I have these 3 prime factor functions and I don't understand the differences in their time complexities.
This is my first function that I started with and wanted to make faster. I already had a pretty fast prime function but I figured a Sieve would be faster.
def is_prime(i):
if i <= 1: return False
if i <= 3: return True
if i%3 == 0 or i%2 == 0: return False
return sum((1 for y in xrange(5, int(i**0.5)+1, 6) if i%y == 0 or i%(y+2) == 0)) == 0
prime_factors_1 = lambda x: [i for i in range(1,x) if x%i == 0 and is_prime(i)]

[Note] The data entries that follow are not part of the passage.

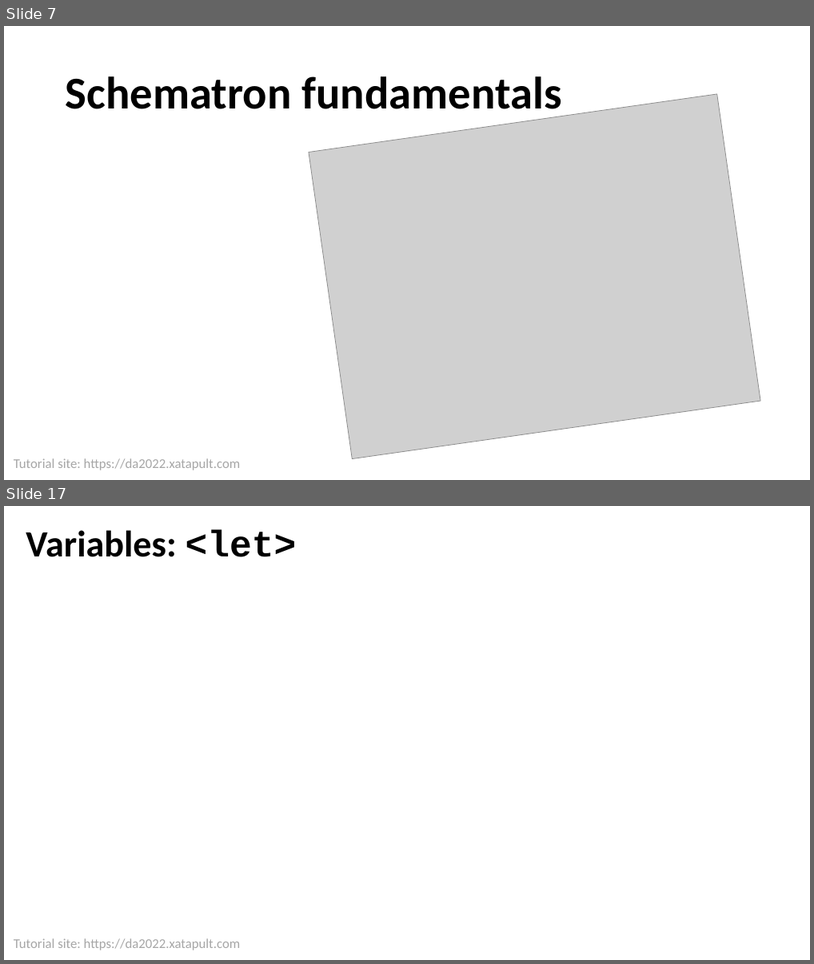
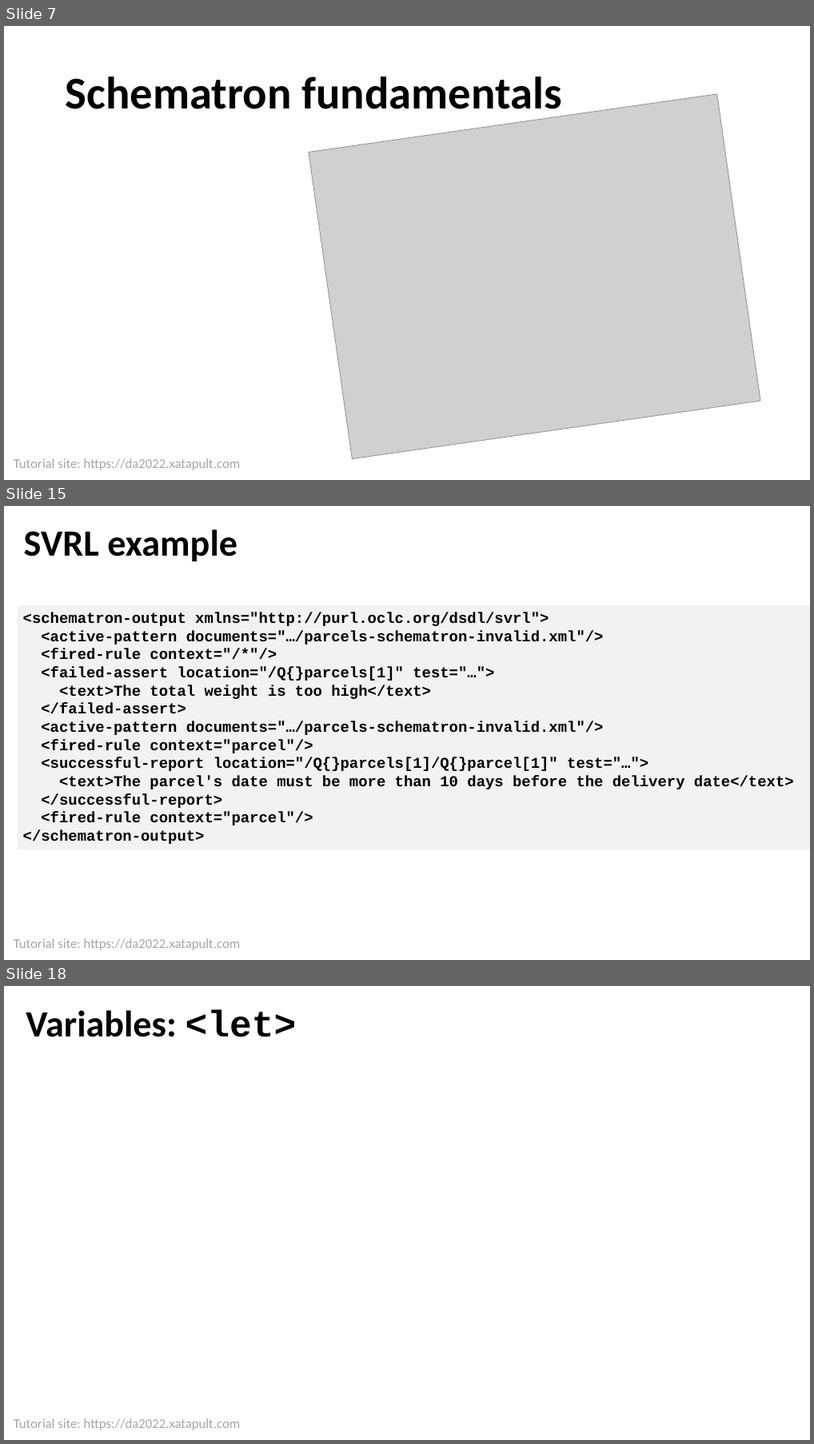
Before and after one commit to xatapult/da-2022-schematron, a slide deck: presentation/Schematron Tutorial DA 2022.pptx. Shown one above the other, each under a label of ours: slides 7 and 17 before the commit, slides 7, 15 and 18 after it; the slides between them are not shown. The pictures are 814x964 and 814x1444 pixels, drawn with LibreOffice and Linux fonts; fonts in the diff are those of the drawing; grey boxes stand for pictures; background and template pictures are left out. Boxes give left, top, right and bottom in pixels: in the first picture for what was removed or moved away, otherwise in the second. Text is boxed around its words. In the diff, an @@ line names an element or a change of style, - is before the commit and + after.

```diff
--- a/presentation/Schematron Tutorial DA 2022.pptx
+++ b/presentation/Schematron Tutorial DA 2022.pptx
@@ slide 15 added at (4,506,810,960), background #FFFFFF; not listed: 1 template element that a slide beside it also shows @@
@@ title added at (24,529,238,562), 44 pt, text #000000, bold @@
+SVRL example
@@ rectangle added at (18,605,810,850), fill #F2F2F2, 18 pt, text #000000, bold @@
+<schematron-output xmlns="http://purl.oclc.org/dsdl/svrl">
+<active-pattern documents="…/parcels-schematron-invalid.xml"/>
+<fired-rule context="/*"/>
+<failed-assert location="/Q{}parcels[1]" test="…">
+<text>The total weight is too high</text>
+</failed-assert>
+<active-pattern documents="…/parcels-schematron-invalid.xml"/>
+<fired-rule context="parcel"/>
+<successful-report location="/Q{}parcels[1]/Q{}parcel[1]" test="…">
+<text>The parcel's date must be more than 10 days before the delivery date</text>
+</successful-report>
+<fired-rule context="parcel"/>
+</schematron-output>
@@ what was slide 17 is now slide 18 @@
```
Also in this commit, not shown: 7 slides changed, 2 other slides added, 2 slides removed, 20 other files.

This is the Sieve of Eratosthenes implementation that I found on this guys blog: http://www.drmaciver.com/2012/08/sieving-out-prime-factorizations/
def prime_factorizations(n):
sieve = [[] for x in xrange(0, n+1)]
for i in xrange(2, n+1):
if not sieve[i]:
q = i
while q < n:
for r in xrange(q, n+1, q):
sieve[r].append(i)
q *= i
return sieve[-1]
I like to try to improve upon examples I find, and I like to try to reduce line count while preserving functionality and time/space efficiency. I may have went overboard with the list comprehension on this one.
def prime_factors_2(n):
factors = [[] for n in xrange(0,n+1)]
[[[factors[r].append(i) for r in xrange(q, n+1, q)] for q in range(i,n,i)] for i in (y for y in xrange(2,n+1) if not factors[y])]
return factors[-1]
I timed and got this output:
prime_factorizations: 1.11333088677
prime_factors_1: 0.0737618142745
prime_factors_2: 10.7310789671
There are a few things that I don't understand about these times:
- Why is the non-sieve far fastest?
- Is it because it only generates distinct prime factors?
- Why is the sieve with list comprehension so much slower?
- Is (layered) list comprehension inherently slower?
- What algorithm will be faster than my original non-sieve?